Entries taken from a collection:
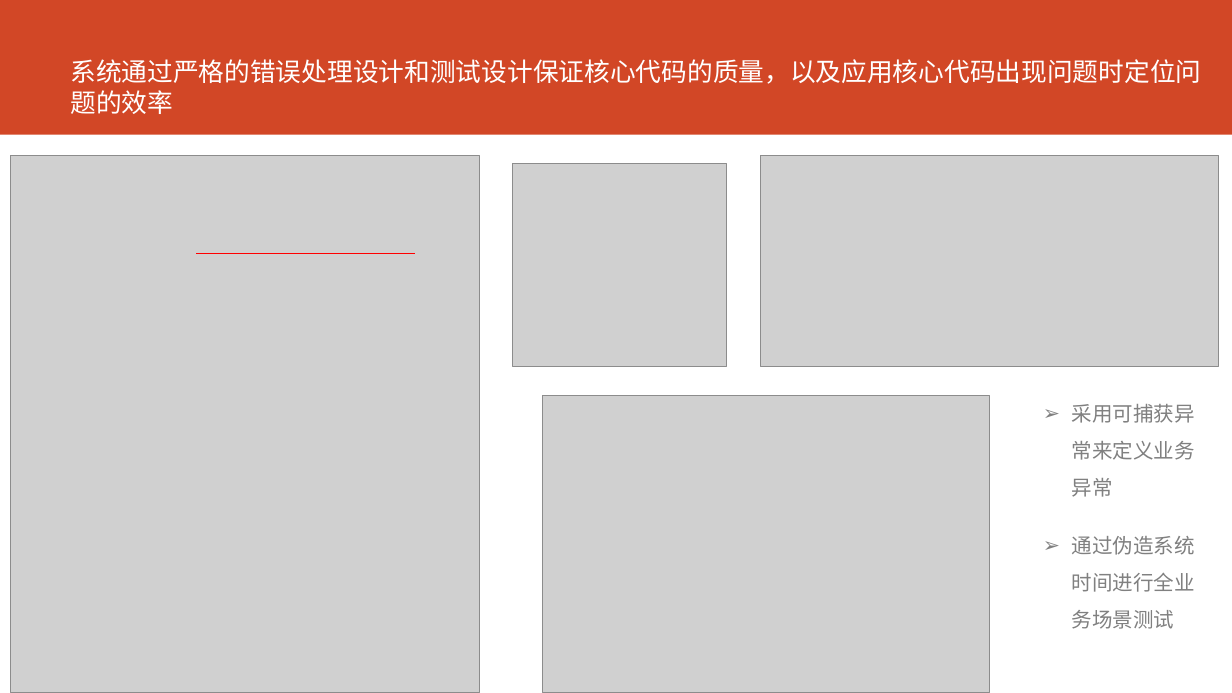
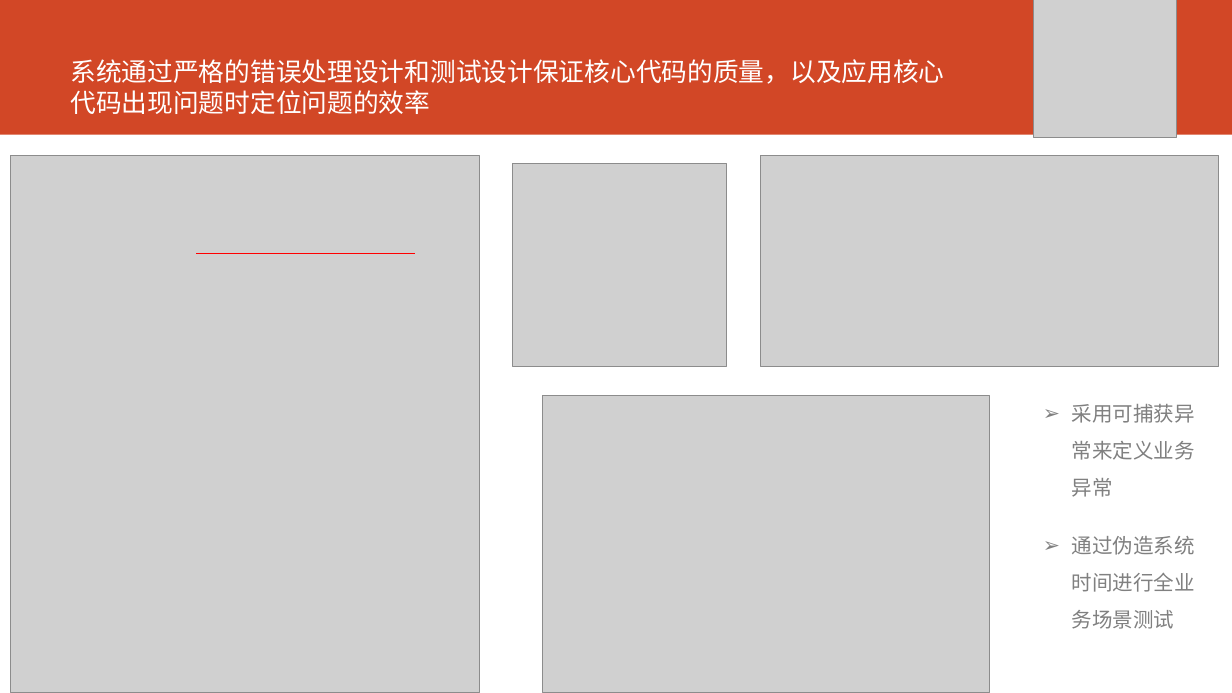
Before and after one commit to AppSecAI-TEST/hospital, a slide deck: slide 12 of doc/EVE新一代HIS核心系统.pptx. Drawn at 1232x693 pixels with LibreOffice and Linux fonts; fonts in the diff are those of the drawing; grey boxes stand for pictures. Boxes give left, top, right and bottom in pixels: in the first picture for what was removed or moved away, otherwise in the second. Text is boxed around its words. In the diff, an @@ line names an element or a change of style, - is before the commit and + after.

```diff
--- a/doc/EVE新一代HIS核心系统.pptx
+++ b/doc/EVE新一代HIS核心系统.pptx
@@ title "系统通过严格的错误处理设计和测试设计保证核心代码的质量，以及应用核心代码出现问题时定位问题的效率" rewrapped from <box>70,59,1201,114</box> to <box>70,59,944,114</box> @@
@@ picture added at <box>1034,0,1177,138</box> @@
```
Also in this commit, not shown: 5 other slides changed.

● **Task to carry out**:
Whenever "EVE新一代HIS核心系统" occurs in a line of the entries, copy that line.

● **Your solution**:
Before and after one commit to AppSecAI-TEST/hospital, a slide deck: slide 12 of doc/EVE新一代HIS核心系统.pptx. Drawn at 1232x693 pixels with LibreOffice and Linux fonts; fonts in the diff are those of the drawing; grey boxes stand for pictures. Boxes give left, top, right and bottom in pixels: in the first picture for what was removed or moved away, otherwise in the second. Text is boxed around its words. In the diff, an @@ line names an element or a change of style, - is before the commit and + after.
--- a/doc/EVE新一代HIS核心系统.pptx
+++ b/doc/EVE新一代HIS核心系统.pptx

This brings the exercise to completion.